# TASK PROMPT:
The records below need to be set down again exactly; their images stay out.

══════

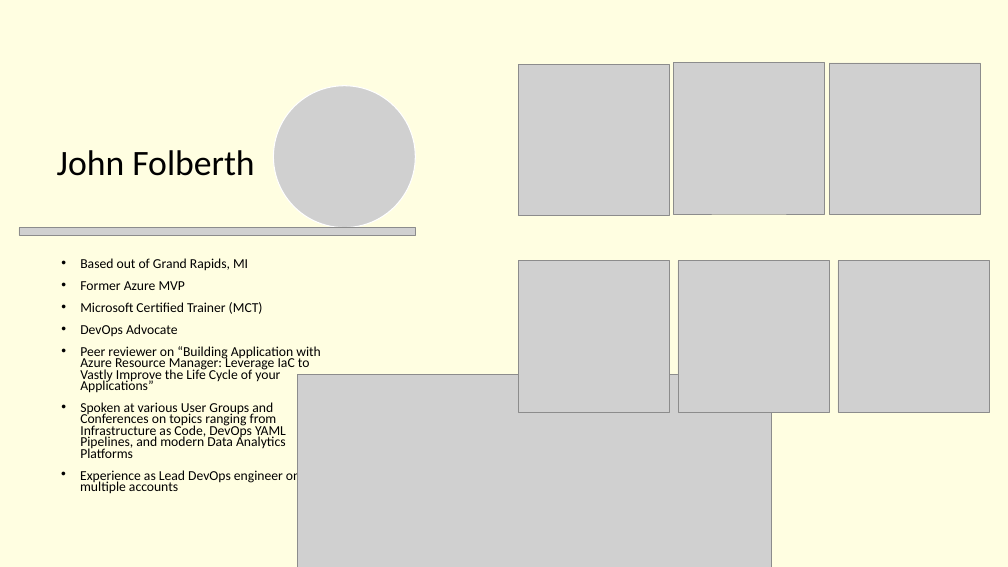
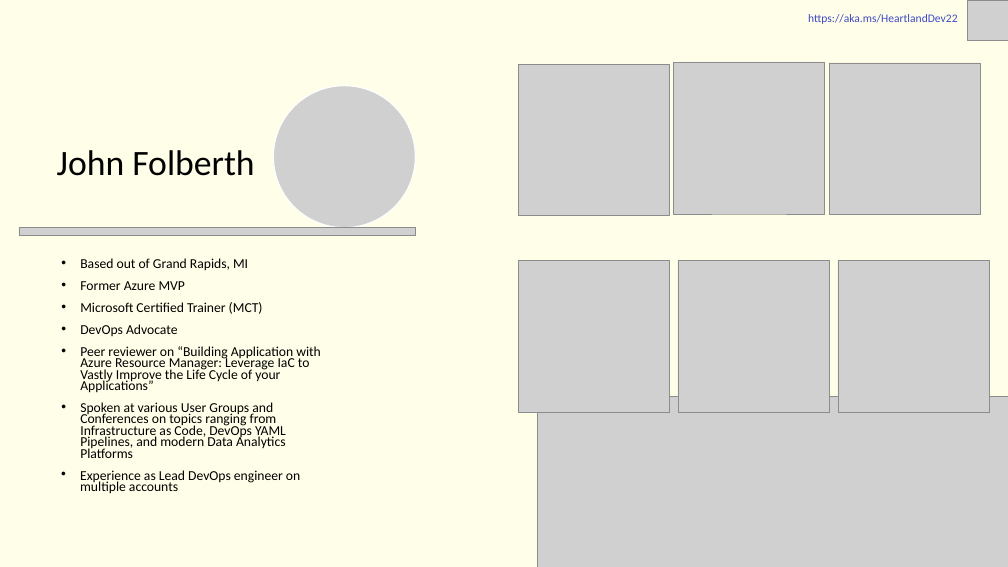
Before and after one commit to JFolberth/Azure_IaC_Flavors, a slide deck: slide 3 of documentation/presentation/Azure _IaC_Flavors.pptx (slide 2 before the commit). Drawn at 1008x567 pixels with LibreOffice and Linux fonts; fonts in the diff are those of the drawing; grey boxes stand for pictures. Boxes give left, top, right and bottom in pixels: in the first picture for what was removed or moved away, otherwise in the second. Text is boxed around its words. In the diff, an @@ line names an element or a change of style, - is before the commit and + after.

```diff
--- a/documentation/presentation/Azure _IaC_Flavors.pptx
+++ b/documentation/presentation/Azure _IaC_Flavors.pptx
@@ background #FFFEE1 to #FFFEE1 at 75% opacity @@
@@ text added at [808, 14, 958, 24], 11 pt, text #3E4AC4 @@
+https://aka.ms/HeartlandDev22
@@ picture added at [968, 0, 1008, 41] @@
@@ picture: place and size @@
-picture at [297, 375, 772, 567]
+picture at [538, 396, 1008, 567]
```
Also in this commit, not shown: 11 other slides changed, 2 slides added, 3 other files.
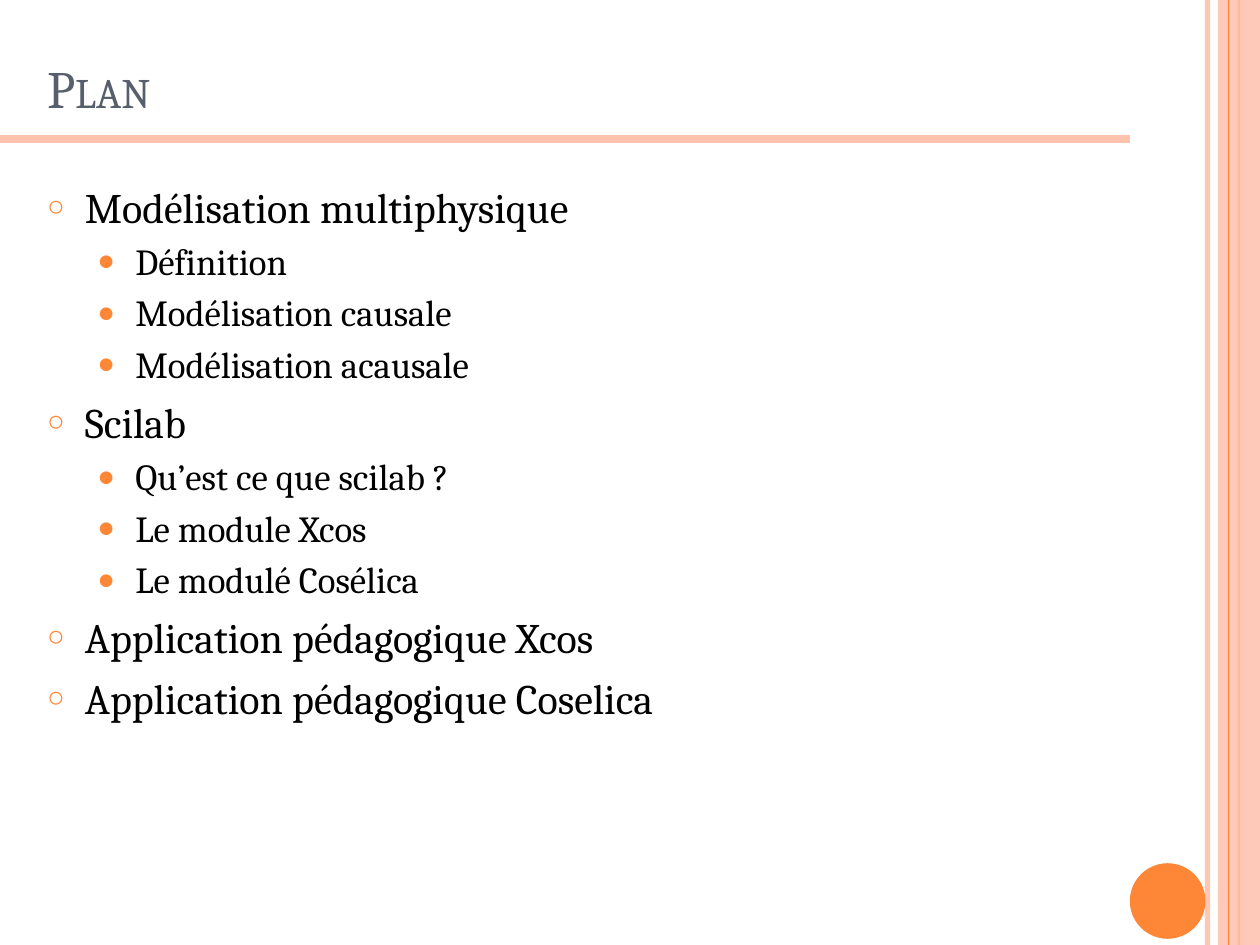
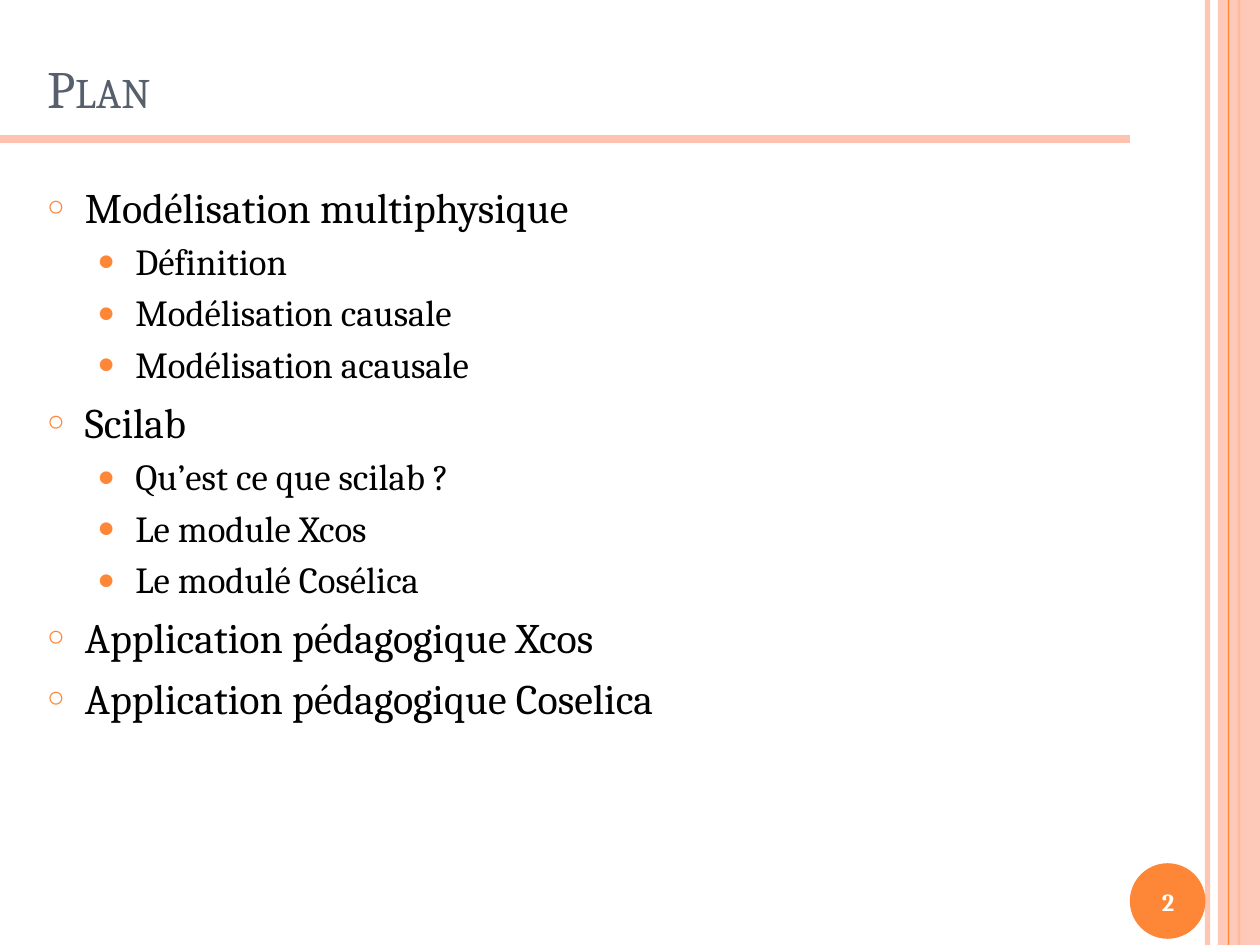
Before and after one commit to xpessoles/Formations, a slide deck: slide 2 of ModelisationMultiphysique/ModelisationMultiphysique.pptx. Drawn at 1260x945 pixels with LibreOffice and Linux fonts; fonts in the diff are those of the drawing. Boxes give left, top, right and bottom in pixels: in the first picture for what was removed or moved away, otherwise in the second. Text is boxed around its words. In the diff, an @@ line names an element or a change of style, - is before the commit and + after.

Commit message:
MAJ

```diff
--- a/ModelisationMultiphysique/ModelisationMultiphysique.pptx
+++ b/ModelisationMultiphysique/ModelisationMultiphysique.pptx
@@ page number added at (x1=1162, y1=894, x2=1174, y2=911), 14 pt, text #FFFFFF, bold @@
+2
```
Also in this commit, not shown: 8 slides added, 1 slide removed.

══════

# EXERCISE ANSWER:
Before and after one commit to JFolberth/Azure_IaC_Flavors, a slide deck: slide 3 of documentation/presentation/Azure _IaC_Flavors.pptx (slide 2 before the commit). Drawn at 1008x567 pixels with LibreOffice and Linux fonts; fonts in the diff are those of the drawing; grey boxes stand for pictures. Boxes give left, top, right and bottom in pixels: in the first picture for what was removed or moved away, otherwise in the second. Text is boxed around its words. In the diff, an @@ line names an element or a change of style, - is before the commit and + after.

```diff
--- a/documentation/presentation/Azure _IaC_Flavors.pptx
+++ b/documentation/presentation/Azure _IaC_Flavors.pptx
@@ background #FFFEE1 to #FFFEE1 at 75% opacity @@
@@ text added at [808, 14, 958, 24], 11 pt, text #3E4AC4 @@
+https://aka.ms/HeartlandDev22
@@ picture added at [968, 0, 1008, 41] @@
@@ picture: place and size @@
-picture at [297, 375, 772, 567]
+picture at [538, 396, 1008, 567]
```
Also in this commit, not shown: 11 other slides changed, 2 slides added, 3 other files.
Before and after one commit to xpessoles/Formations, a slide deck: slide 2 of ModelisationMultiphysique/ModelisationMultiphysique.pptx. Drawn at 1260x945 pixels with LibreOffice and Linux fonts; fonts in the diff are those of the drawing. Boxes give left, top, right and bottom in pixels: in the first picture for what was removed or moved away, otherwise in the second. Text is boxed around its words. In the diff, an @@ line names an element or a change of style, - is before the commit and + after.

Commit message:
MAJ

```diff
--- a/ModelisationMultiphysique/ModelisationMultiphysique.pptx
+++ b/ModelisationMultiphysique/ModelisationMultiphysique.pptx
@@ page number added at (x1=1162, y1=894, x2=1174, y2=911), 14 pt, text #FFFFFF, bold @@
+2
```
Also in this commit, not shown: 8 slides added, 1 slide removed.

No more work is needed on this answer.